EVメーカーテスラのCEOが「石油も原発も必要」

©mmuenzl/stock.adobe.com

老舗EVメーカーテスラのCEOであるイーロン・マスク氏は、化石燃料の使用とは対極に位置する立場にも関わらず「石油も原発も必要」とする意見を述べています。

以前は再生エネルギーに執心だったイーロン・マスク氏は、近年その態度を軟化させており、現在では化石燃料資源の採掘継続を支持するまでに変化しています。イーロン・マスク氏の、この心変わりはどう捉えるべきでしょうか。

時系列で振り返るイーロン・マスクの言動変化

イーロン・マスク氏のエネルギー分野に関するコメントは時系列順にまとめると以下のようになります。

2015年

テスラモーターズ最盛期の2015年に行われた、宇宙物理学者ニール・ドグラース・タイソンとの対談の際、イーロン・マスク氏は「化石燃料の使用は歴史上もっとも愚かな行為。解決策を見出さなければ経済や社会は終焉を迎える」と警告を発していました。

2020年

2020年9月のニューヨーク・タイムズのインタビューへは「石油や天然ガスの業界を憎むのは少し悪い気がする」といった旨をコメントしています。

2021年

2021年2月、アメリカのコメディアン・コメンテーターのジョー・ローガンとの対談時は、「我々はまだ化石燃料を燃やす必要がある」「石油・ガス業界を悪者とすることには賛成しない」などと述べ、同時に炭素税の導入を訴えかけました。

2022年

2022年8月29日にノルウェーで開催されたエネルギー会議では、「石油の採掘を短期的に継続する必要がある」と述べ、「石油や天然ガスの使用を止めれば現文明は崩壊する」とまで発言しており、2015年からみるとほぼ真逆のスタンスに変化しています。

なぜ態度が変わった?

イーロン・マスク氏の態度の変化はどういった意図があるのでしょうか。事業を通して再生エネルギー社会の実現の難しさを知ったのかもしれません。

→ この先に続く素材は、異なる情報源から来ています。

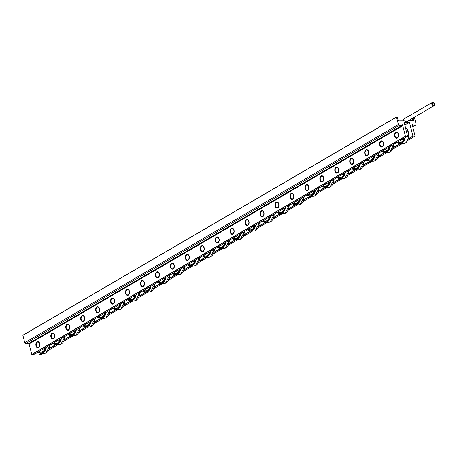 <?xml version="1.0" encoding="UTF-8"?>
<svg xmlns="http://www.w3.org/2000/svg" width="457" height="457" viewBox="0 0 457 457"><rect width="100%" height="100%" fill="white"/><g stroke="black" fill="none" stroke-linecap="round" stroke-linejoin="round"><path stroke-width="0.69" d="M408.152 120.831L412.997 120.739A1.862 1.337 -120.3 0 0 413.488 120.602A1.862 1.337 -120.3 0 0 413.968 118.969L413.631 117.638M396.556 116.986L22.89 335.198L24.735 342.739L25.666 343.595L28.625 343.538L402.286 125.327L399.332 125.384L398.401 124.527L396.516 117.123L397.339 117.106L397.898 119.283A1.862 1.337 -120.3 0 0 399.761 121.002L404.793 120.899A1.862 1.337 -120.3 0 0 406.244 121.745L406.953 121.733A1.862 1.337 -120.3 0 0 407.45 121.596A1.862 1.337 -120.3 0 0 407.924 120.968M408.358 120.717L411.426 120.711L408.255 120.774M399.224 120.894L403.314 120.871M433.253 105.173A1.24 0.891 -120.3 0 1 432.288 104.133A1.24 0.891 -120.3 0 1 432.585 102.974A1.24 0.891 -120.3 0 1 433.979 103.596A1.24 0.891 -120.3 0 1 433.836 105.116A1.24 0.891 -120.3 0 1 433.253 105.173M431.728 103.619A1.862 1.337 -120.3 0 1 432.271 102.437A1.862 1.337 -120.3 0 1 434.361 103.373A1.862 1.337 -120.3 0 1 434.15 105.653A1.862 1.337 -120.3 0 1 431.985 104.584A1.862 1.337 -120.3 0 1 431.728 103.619M403.897 120.916A0.743 0.531 -120.3 0 0 403.657 120.865L399.384 120.951M403.422 120.871L403.611 120.757A0.743 0.531 -120.3 0 0 403.794 120.534A1.862 1.337 -120.3 0 1 404.245 118.803L432.271 102.437M398.681 120.557A0.651 0.468 -120.3 0 1 399.012 120.317L398.447 120.328M411.803 120.431L412.46 120.048L411.254 120.071A0.651 0.468 -120.3 0 1 411.923 120.757M412.46 120.048L412.785 119.46L412.488 118.3M405.89 117.843L397.573 118.009M41.433 354.335L39.256 354.272L40.919 353.301M412.151 125.435L412.688 125.121A0.463 0.331 -120.3 0 0 412.003 125.218A0.463 0.331 -120.3 0 0 412.443 125.561L415.07 136.152L412.922 136.06L409.443 122.413L404.165 122.385L407.564 136.3L405.416 136.209L402.754 125.755L29.088 343.967L31.756 354.421L405.416 136.209M380.293 142.453A3.102 2.011 88.9 0 1 380.338 142.321A3.102 2.011 88.9 0 1 381.338 141.019A3.102 2.011 88.9 0 1 381.789 140.842M380.887 141.024A3.102 2.011 88.9 0 1 381.566 140.83A3.102 2.011 88.9 0 1 383.634 143.892A3.102 2.011 88.9 0 1 381.692 147.034A3.102 2.011 88.9 0 1 379.658 144.503A3.102 2.011 88.9 0 1 380.887 141.024M381.915 147.005A3.102 2.011 88.9 0 1 380.401 145.589A3.102 2.011 88.9 0 1 380.35 145.463M395.236 133.724A3.102 2.011 88.9 0 1 395.282 133.593A3.102 2.011 88.9 0 1 396.282 132.29A3.102 2.011 88.9 0 1 396.739 132.113M395.836 132.296A3.102 2.011 88.9 0 1 396.51 132.102A3.102 2.011 88.9 0 1 398.584 135.163A3.102 2.011 88.9 0 1 396.636 138.305A3.102 2.011 88.9 0 1 394.608 135.775A3.102 2.011 88.9 0 1 395.836 132.296M396.859 138.277A3.102 2.011 88.9 0 1 395.351 136.86A3.102 2.011 88.9 0 1 395.299 136.734M365.343 151.181A3.102 2.011 88.9 0 1 365.389 151.05A3.102 2.011 88.9 0 1 366.388 149.747A3.102 2.011 88.9 0 1 366.845 149.57M365.943 149.753A3.102 2.011 88.9 0 1 366.623 149.559A3.102 2.011 88.9 0 1 368.69 152.621A3.102 2.011 88.9 0 1 366.743 155.763A3.102 2.011 88.9 0 1 364.715 153.232A3.102 2.011 88.9 0 1 365.943 149.753M366.965 155.734A3.102 2.011 88.9 0 1 365.457 154.317A3.102 2.011 88.9 0 1 365.406 154.192M350.399 159.91A3.102 2.011 88.9 0 1 350.445 159.779A3.102 2.011 88.9 0 1 351.444 158.476A3.102 2.011 88.9 0 1 351.896 158.299M350.993 158.482A3.102 2.011 88.9 0 1 351.673 158.288A3.102 2.011 88.9 0 1 353.741 161.35A3.102 2.011 88.9 0 1 351.799 164.486A3.102 2.011 88.9 0 1 349.765 161.961A3.102 2.011 88.9 0 1 350.993 158.482M352.021 164.463A3.102 2.011 88.9 0 1 350.508 163.046A3.102 2.011 88.9 0 1 350.456 162.921M335.449 168.639A3.102 2.011 88.9 0 1 335.495 168.507A3.102 2.011 88.9 0 1 336.495 167.205A3.102 2.011 88.9 0 1 336.952 167.028M336.049 167.211A3.102 2.011 88.9 0 1 336.729 167.011A3.102 2.011 88.9 0 1 338.797 170.073A3.102 2.011 88.9 0 1 336.849 173.214A3.102 2.011 88.9 0 1 334.821 170.69A3.102 2.011 88.9 0 1 336.049 167.211M337.072 173.192A3.102 2.011 88.9 0 1 335.564 171.775A3.102 2.011 88.9 0 1 335.512 171.649M320.506 177.362A3.102 2.011 88.9 0 1 320.551 177.236A3.102 2.011 88.9 0 1 321.551 175.934A3.102 2.011 88.9 0 1 322.002 175.756M321.1 175.939A3.102 2.011 88.9 0 1 321.779 175.739A3.102 2.011 88.9 0 1 323.853 178.801A3.102 2.011 88.9 0 1 321.905 181.943A3.102 2.011 88.9 0 1 319.871 179.418A3.102 2.011 88.9 0 1 321.1 175.939M322.128 181.92A3.102 2.011 88.9 0 1 320.614 180.504A3.102 2.011 88.9 0 1 320.563 180.372M305.556 186.09A3.102 2.011 88.9 0 1 305.607 185.965A3.102 2.011 88.9 0 1 306.601 184.657A3.102 2.011 88.9 0 1 307.058 184.485M306.156 184.668A3.102 2.011 88.9 0 1 306.836 184.468A3.102 2.011 88.9 0 1 308.903 187.53A3.102 2.011 88.9 0 1 306.955 190.672A3.102 2.011 88.9 0 1 304.928 188.147A3.102 2.011 88.9 0 1 306.156 184.668M307.178 190.649A3.102 2.011 88.9 0 1 305.67 189.232A3.102 2.011 88.9 0 1 305.619 189.101M290.612 194.819A3.102 2.011 88.9 0 1 290.658 194.693A3.102 2.011 88.9 0 1 291.657 193.385A3.102 2.011 88.9 0 1 292.114 193.214M291.206 193.397A3.102 2.011 88.9 0 1 291.886 193.197A3.102 2.011 88.9 0 1 293.96 196.259A3.102 2.011 88.9 0 1 292.012 199.401A3.102 2.011 88.9 0 1 289.978 196.876A3.102 2.011 88.9 0 1 291.206 193.397M292.234 199.378A3.102 2.011 88.9 0 1 290.721 197.961A3.102 2.011 88.9 0 1 290.669 197.83M275.662 203.548A3.102 2.011 88.9 0 1 275.714 203.416A3.102 2.011 88.9 0 1 276.714 202.114A3.102 2.011 88.9 0 1 277.165 201.943M276.262 202.125A3.102 2.011 88.9 0 1 276.942 201.925A3.102 2.011 88.9 0 1 279.01 204.987A3.102 2.011 88.9 0 1 277.062 208.129A3.102 2.011 88.9 0 1 275.034 205.604A3.102 2.011 88.9 0 1 276.262 202.125M277.29 208.106A3.102 2.011 88.9 0 1 275.777 206.69A3.102 2.011 88.9 0 1 275.725 206.558M260.719 212.277A3.102 2.011 88.9 0 1 260.764 212.145A3.102 2.011 88.9 0 1 261.764 210.843A3.102 2.011 88.9 0 1 262.221 210.671M261.313 210.854A3.102 2.011 88.9 0 1 261.992 210.654A3.102 2.011 88.9 0 1 264.066 213.716A3.102 2.011 88.9 0 1 262.118 216.858A3.102 2.011 88.9 0 1 260.09 214.333A3.102 2.011 88.9 0 1 261.313 210.854M262.341 216.835A3.102 2.011 88.9 0 1 260.833 215.418A3.102 2.011 88.9 0 1 260.776 215.287M245.775 221.005A3.102 2.011 88.9 0 1 245.82 220.874A3.102 2.011 88.9 0 1 246.82 219.571A3.102 2.011 88.9 0 1 247.271 219.4M246.369 219.583A3.102 2.011 88.9 0 1 247.048 219.383A3.102 2.011 88.9 0 1 249.116 222.445A3.102 2.011 88.9 0 1 247.168 225.587A3.102 2.011 88.9 0 1 245.141 223.062A3.102 2.011 88.9 0 1 246.369 219.583M247.397 225.564A3.102 2.011 88.9 0 1 245.883 224.147A3.102 2.011 88.9 0 1 245.832 224.016M230.825 229.734A3.102 2.011 88.9 0 1 230.871 229.603A3.102 2.011 88.9 0 1 231.87 228.3A3.102 2.011 88.9 0 1 232.327 228.129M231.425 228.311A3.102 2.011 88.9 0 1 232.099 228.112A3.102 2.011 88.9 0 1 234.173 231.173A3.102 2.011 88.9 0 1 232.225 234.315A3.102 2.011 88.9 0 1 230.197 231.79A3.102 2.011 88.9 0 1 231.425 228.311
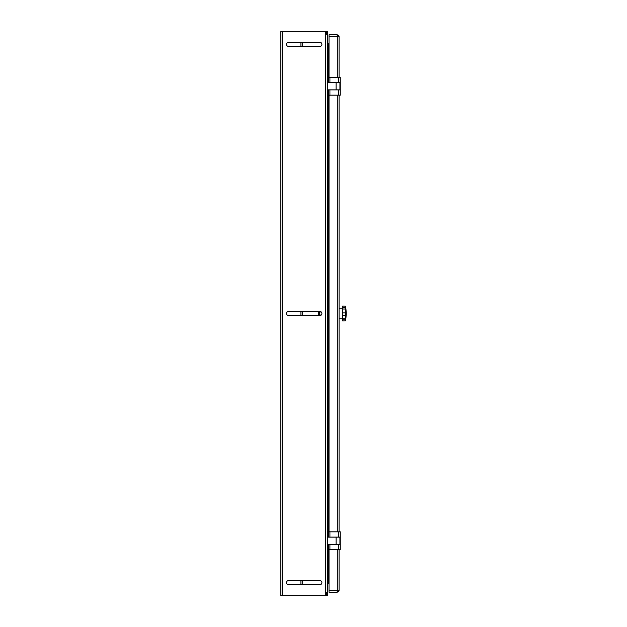 <?xml version="1.0" encoding="UTF-8"?>
<svg xmlns="http://www.w3.org/2000/svg" width="627" height="627" viewBox="0 0 627 627"><rect width="100%" height="100%" fill="white"/><g stroke="black" fill="none" stroke-linecap="round" stroke-linejoin="round"><path stroke-width="0.94" d="M339.074 95.163L339.074 531.837M339.074 549.558L339.074 590.328L337.208 590.328L337.208 592.162L329.026 592.162L329.026 549.558M329.026 77.442L329.026 34.838L337.208 34.838L337.208 36.672L339.074 36.672L339.074 77.442M329.026 531.837L329.026 95.163M339.074 36.672A1.771 1.771 0 0 0 337.295 34.893L337.208 34.893M338.188 36.672A0.886 0.886 0 0 0 337.295 35.778L337.208 35.778M339.074 590.328A1.771 1.771 0 0 1 337.295 592.107L337.208 592.107M338.188 590.328A0.886 0.886 0 0 1 337.295 591.222L337.208 591.222M337.295 591.222L337.295 592.107M337.295 35.778L337.295 34.893M319.841 584.717A2.069 2.069 0 0 0 321.902 582.648A2.069 2.069 0 0 0 319.841 580.578L288.522 580.578A2.069 2.069 0 0 0 286.453 582.648A2.069 2.069 0 0 0 288.522 584.717L319.841 584.717A2.069 2.069 0 0 0 321.902 582.648A2.069 2.069 0 0 0 319.841 580.578M319.841 46.422A2.069 2.069 0 0 0 321.902 44.352A2.069 2.069 0 0 0 319.841 42.283L288.522 42.283A2.069 2.069 0 0 0 286.453 44.352A2.069 2.069 0 0 0 288.522 46.422L319.841 46.422A2.069 2.069 0 0 0 321.902 44.352A2.069 2.069 0 0 0 319.841 42.283M326.636 34.305L326.636 31.35M328.407 82.756L328.407 43.169L329.026 43.169L327.521 43.169M327.521 583.831L329.026 583.831L328.407 583.831L328.407 544.244M321.902 313.5A2.069 2.069 0 0 0 319.841 311.431L288.522 311.431A2.069 2.069 0 0 0 286.453 313.5A2.069 2.069 0 0 0 288.522 315.569L319.841 315.569A2.069 2.069 0 0 0 321.902 313.5M325.75 31.35L327.521 31.35L327.521 595.65L325.75 595.65L325.75 31.35L282.612 31.35L282.612 595.65L325.75 595.65M326.636 592.695L326.636 595.65M282.612 595.65L280.841 595.65L280.841 31.35L282.612 31.35M302.7 584.717L302.7 580.578M302.7 315.569L302.7 311.431M302.7 46.422L302.7 42.283M327.521 82.756L339.928 82.756L339.928 89.849L336.088 89.849L336.088 82.756M327.521 89.849L336.088 89.849M340.249 89.904L340.249 95.163L338.478 95.163L338.478 89.904L340.249 89.904L340.249 82.701L338.478 82.701L338.478 77.442L329.912 77.442L329.912 82.701L328.728 82.701L328.728 77.442L329.912 77.442M338.478 82.701L329.912 82.701M338.478 89.904L329.912 89.904L329.912 95.163L328.728 95.163L328.728 89.904L329.912 89.904M338.478 95.163L329.912 95.163M340.249 82.701L340.249 77.442L338.478 77.442M327.521 537.151L339.928 537.151L339.928 544.244L336.088 544.244L336.088 537.151M327.521 544.244L336.088 544.244M340.249 544.299L340.249 549.558L338.478 549.558L338.478 544.299L340.249 544.299L340.249 537.096L338.478 537.096L338.478 531.837L329.912 531.837L329.912 537.096L328.728 537.096L328.728 531.837L329.912 531.837M338.478 537.096L329.912 537.096M338.478 544.299L329.912 544.299L329.912 549.558L328.728 549.558L328.728 544.299L329.912 544.299M338.478 549.558L329.912 549.558M340.249 537.096L340.249 531.837L338.478 531.837M318.422 315.569L318.422 311.431M318.665 311.431L319.308 311.964L319.308 315.036L318.665 315.569M319.308 315.036L321.22 315.036M319.308 311.964L321.22 311.964M342.616 318.555L342.616 306.133L345.579 306.18A46.461 46.461 0 0 1 345.579 320.82L342.616 320.867L342.616 318.555M345.704 307.206L345.736 318.728M345.602 318.555L345.579 320.82M318.422 311.729L318.422 315.271M337.295 36.672L337.295 77.442M337.295 95.163L337.295 531.837M337.208 36.609L329.026 36.609M337.295 549.558L337.295 590.328M337.208 590.391L329.026 590.391M328.407 537.151L328.407 89.849M300.929 42.283L300.929 46.422M300.929 311.431L300.929 315.569M300.929 580.578L300.929 584.717M342.616 315.342L345.704 315.342M342.616 319.794L345.704 319.794M342.616 309.04L345.704 309.04M342.616 307.591L345.704 307.591M342.616 312.842L345.704 312.842M339.074 318.226L342.616 318.226M339.074 308.774L342.616 308.774M342.616 318.767L345.681 318.767"/></g></svg>

もしくは、自らが行う商業宇宙ロケット開発を正当化するための擁護、あるいは何らかの政治戦略とも考えられます。

またエネルギー分野に関する態度の変化は、もともと民主党を支持していたイーロン・マスク氏が共和党に支持政党を変えた時期と重なると分析する指摘もあります。

歴史的なカリスマ! イーロン・マスク

©Björn Wylezich/stock.adobe.com

イーロン・マスク氏はEVメーカーテスラや、宇宙開発企業スペースXの創業者であり、ほかにも多くの事業や役職を務めています。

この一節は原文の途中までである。